Dans le cas de l’Italie,
l’idolâtrie de l’économie s’est donné la liberté de se moquer des conséquences
d’activités nocives. De la dispersion de l’amiante dans le percement du tunnel
du Val de Susa à l’intoxication de Tarante, la santé publique est traitée comme
une variable secondaire. Les morts dues aux problèmes environnementaux sont
considérées comme des dommages collatéraux d’activités légitimes et impunies.
Ce sont au contraire des crimes de guerre accomplis en temps de paix au
détriment de populations réduites au rang de vassales.
Tel est le brusque retournement
de situation, l’économie tombée de cheval et soumise à une nouvelle
priorité : la vie pure et simple. Les médecins et non les économistes sont
les plus hautes autorités. C’est une conversion. Elle améliore le rapport entre
citoyens et État, les gouvernements passent de garants du PIB en vaillants
défenseurs de la communauté.
Certes, il s’agit d’un état
exceptionnel et on a hâte d’arrêter l’épidémie et de revenir au plein régime
précédent. Mais le Samedi de la terre sème en même temps que les deuils une
lueur de vie différente pour les survivants. Car, dorénavant, chacun est un
rescapé provisoire. C’est un sentiment qui me rapproche le plus de tous ceux
auxquels je ne peux serrer la main.
Une autre inversion est à relever
dans le cas de l’Italie. Depuis son unité, des flux migratoires ont eu lieu du
sud vers le massif alpin. Aujourd’hui, on assiste à un retour massif en flux
inversé, jusqu’au récent blocage des retours.
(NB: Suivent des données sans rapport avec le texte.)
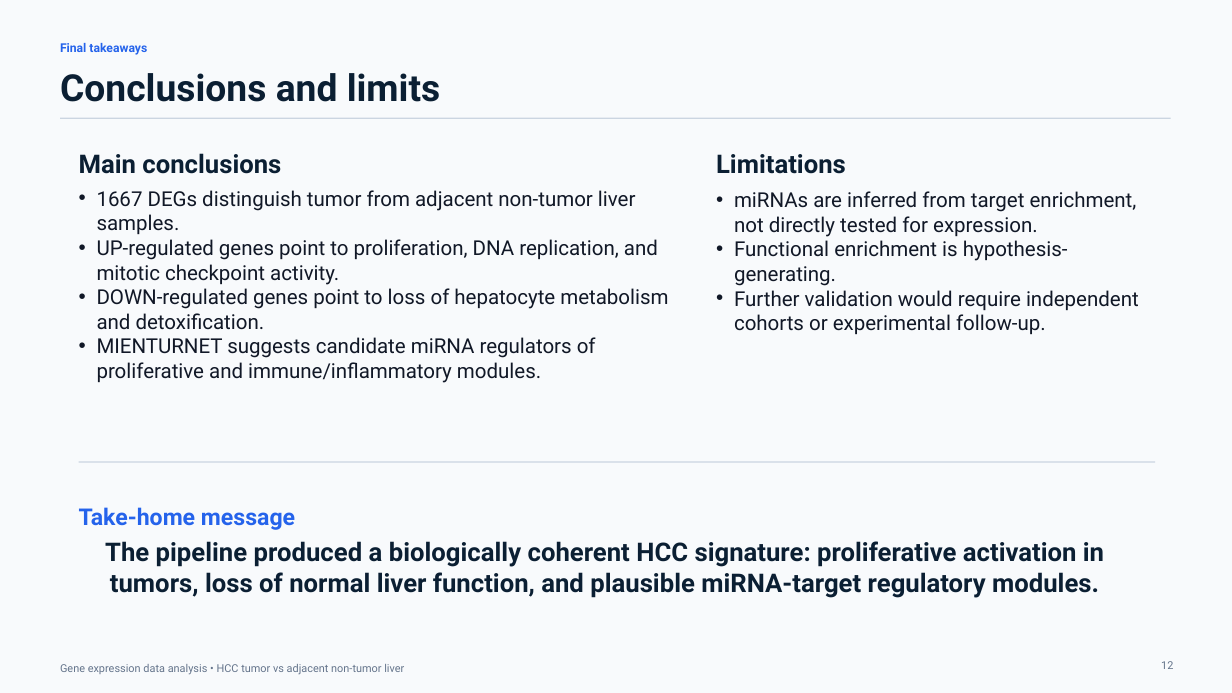
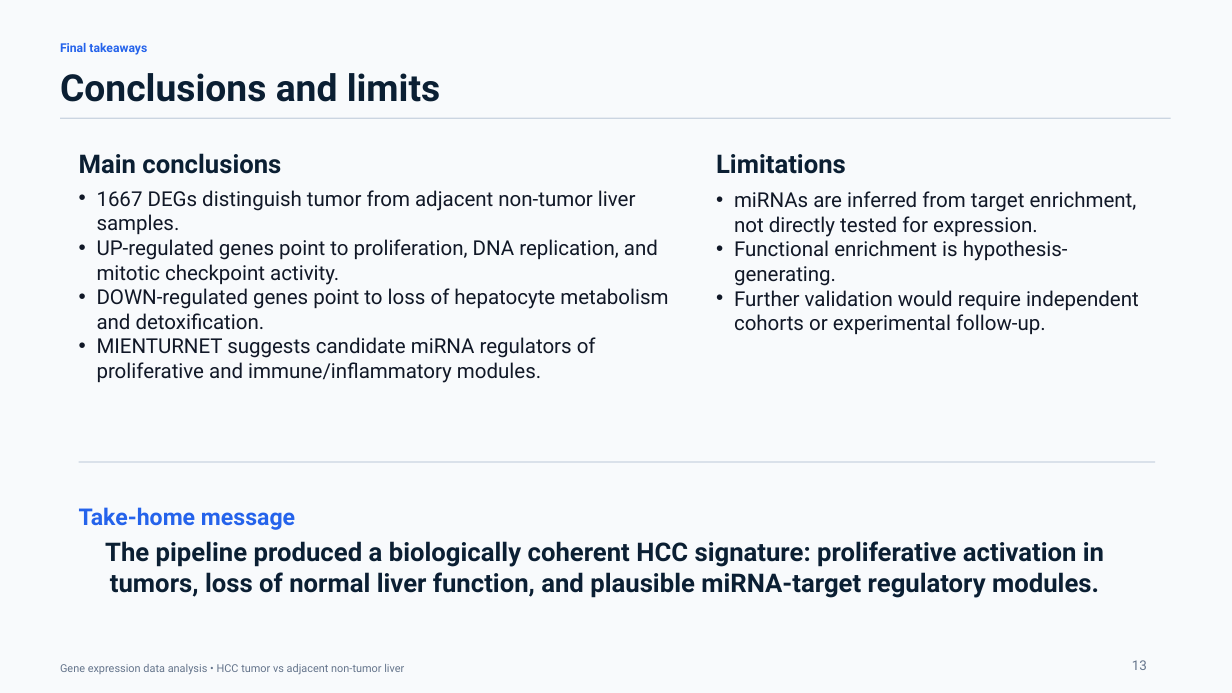
Before and after one commit to Saint-Jimmy-13/HCC_DEG_Analysis, a slide deck: slide 13 of report/HCC_gene_expression_presentation.pptx (slide 12 before the commit). Drawn at 1232x693 pixels with LibreOffice and Linux fonts; fonts in the diff are those of the drawing. Boxes give left, top, right and bottom in pixels: in the first picture for what was removed or moved away, otherwise in the second. Text is boxed around its words. In the diff, an @@ line names an element or a change of style, - is before the commit and + after.

```diff
--- a/report/HCC_gene_expression_presentation.pptx
+++ b/report/HCC_gene_expression_presentation.pptx
@@ text at (1132, 660, 1147, 670): text changed; size 8.5 to 10.5 pt @@
-12
+13
```
Also in this commit, not shown: 1 other slide changed, 1 slide added, 1 other file.
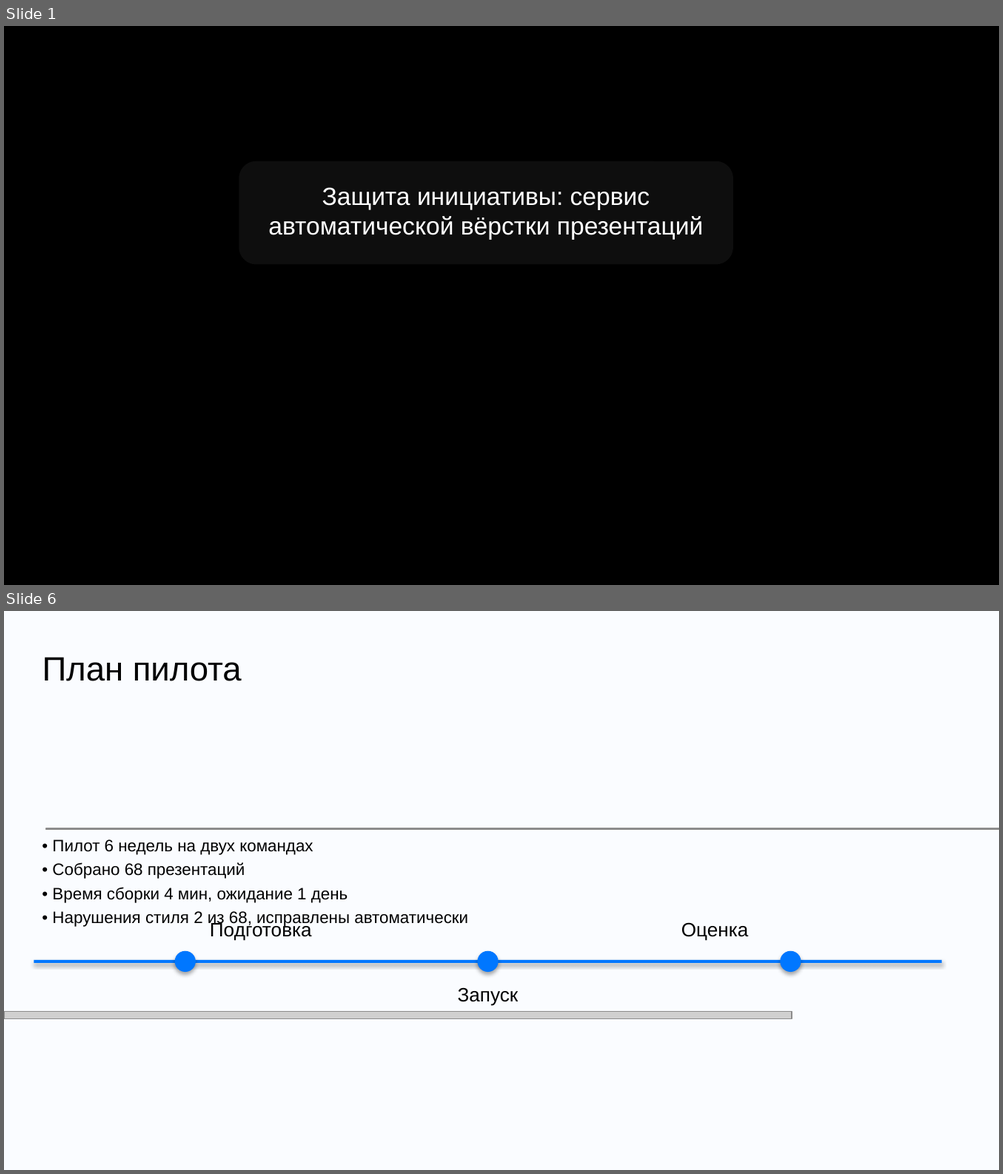
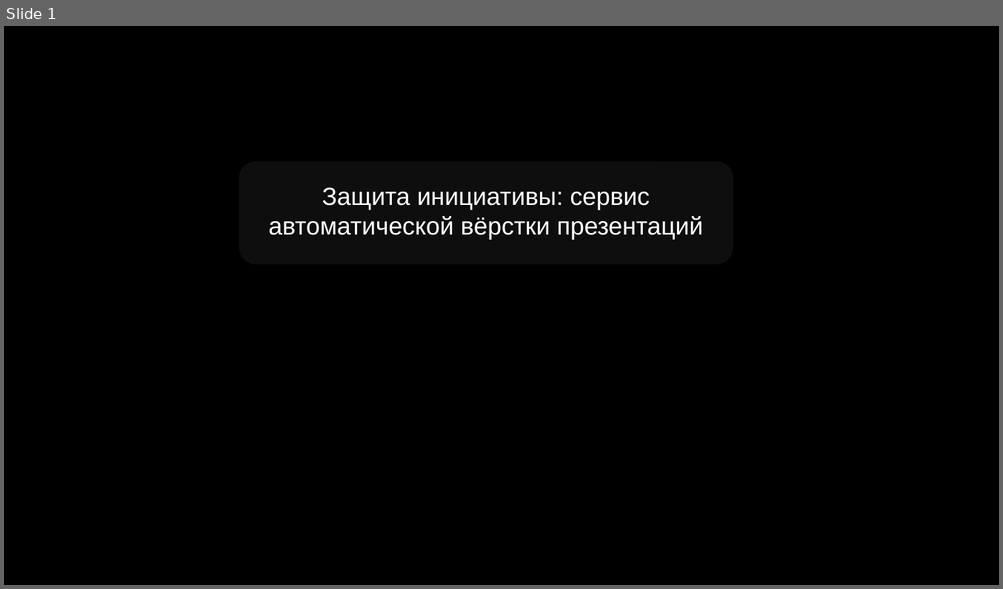
Before and after one commit to DiFoxenGit/-VKTechHackathon, a slide deck: samples/VK_Tech_шаблон__classic.pptx. Shown one above the other, each under a label of ours: slides 1 and 6 before the commit, slide 1 after it; the slides between them are not shown. The pictures are 1003x1174 and 1003x589 pixels, drawn with LibreOffice and Linux fonts; fonts in the diff are those of the drawing; grey boxes stand for pictures; background and template pictures are left out. Boxes give left, top, right and bottom in pixels: in the first picture for what was removed or moved away, otherwise in the second. Text is boxed around its words. In the diff, an @@ line names an element or a change of style, - is before the commit and + after.

```diff
--- a/samples/VK_Tech_шаблон__classic.pptx
+++ b/samples/VK_Tech_шаблон__classic.pptx
@@ slide 6 removed at [4, 611, 999, 1170], background #FAFCFF @@
@@ text removed at [42, 657, 242, 681] @@
-План пилота
@@ picture removed at [45, 829, 999, 830] @@
@@ text removed at [52, 840, 468, 927] @@
-• Пилот 6 недель на двух командах
-• Собрано 68 презентаций
-• Время сборки 4 мин, ожидание 1 день
-• Нарушения стиля 2 из 68, исправлены автоматически
@@ text removed at [210, 921, 312, 941] @@
-Подготовка
@@ text removed at [681, 923, 748, 941] @@
-Оценка
@@ rectangle removed at [34, 960, 942, 963] @@
@@ ellipse removed at [175, 951, 196, 972] @@
@@ ellipse removed at [478, 951, 498, 972] @@
@@ ellipse removed at [780, 951, 801, 972] @@
@@ text removed at [458, 988, 518, 1006] @@
-Запуск
@@ picture removed at [4, 1012, 791, 1019] @@
```
Also in this commit, not shown: 4 slides changed, 5 slides added, 4 other slides removed, 19 other files.

Le spécialiste de l’environnement
Guido Viale remarquait que l’épicentre des contaminations en Chine, en
Allemagne, en Italie, coïncide avec les zones de très forte pollution
atmosphérique, signe d’une prédisposition à l’agression des voies
respiratoires.
Le sud perçu comme terre de
refuge, asile sanitaire, recommence à accueillir ses enfants. La parabole du
fils prodigue n’est pas valable ici. Ils ne sont pas partis pour dilapider,
mais par nécessité. Ils ne reviennent pas repentis, mais désespérés d’affronter
des isolements loin de leurs attaches familiales, impatients d’entendre un peu
de dialecte, affectueuse langue maternelle. Peut-être que le système
immunitaire s’améliore avec l’humeur. Une fois les priorités redéfinies, c’est
l’urgence de sauver qui compte et aussi celle de purger une quarantaine
indéterminée dans des lieux familiers. Le sud, perçu comme plus sain, est
certainement un milieu ambiant plus cordial pour calmer l’angoisse d’un état de
siège.
« Basta che ce sta ‘o sole,
basta ce sta ‘o mare » Il suffit qu’il y ait le soleil, il suffit qu’il y
ait la mer. Ce n’est pas une thérapie reconnue, mais c’est bon pour l’âme de se
mettre au balcon et de se laisser baigner de lumière ».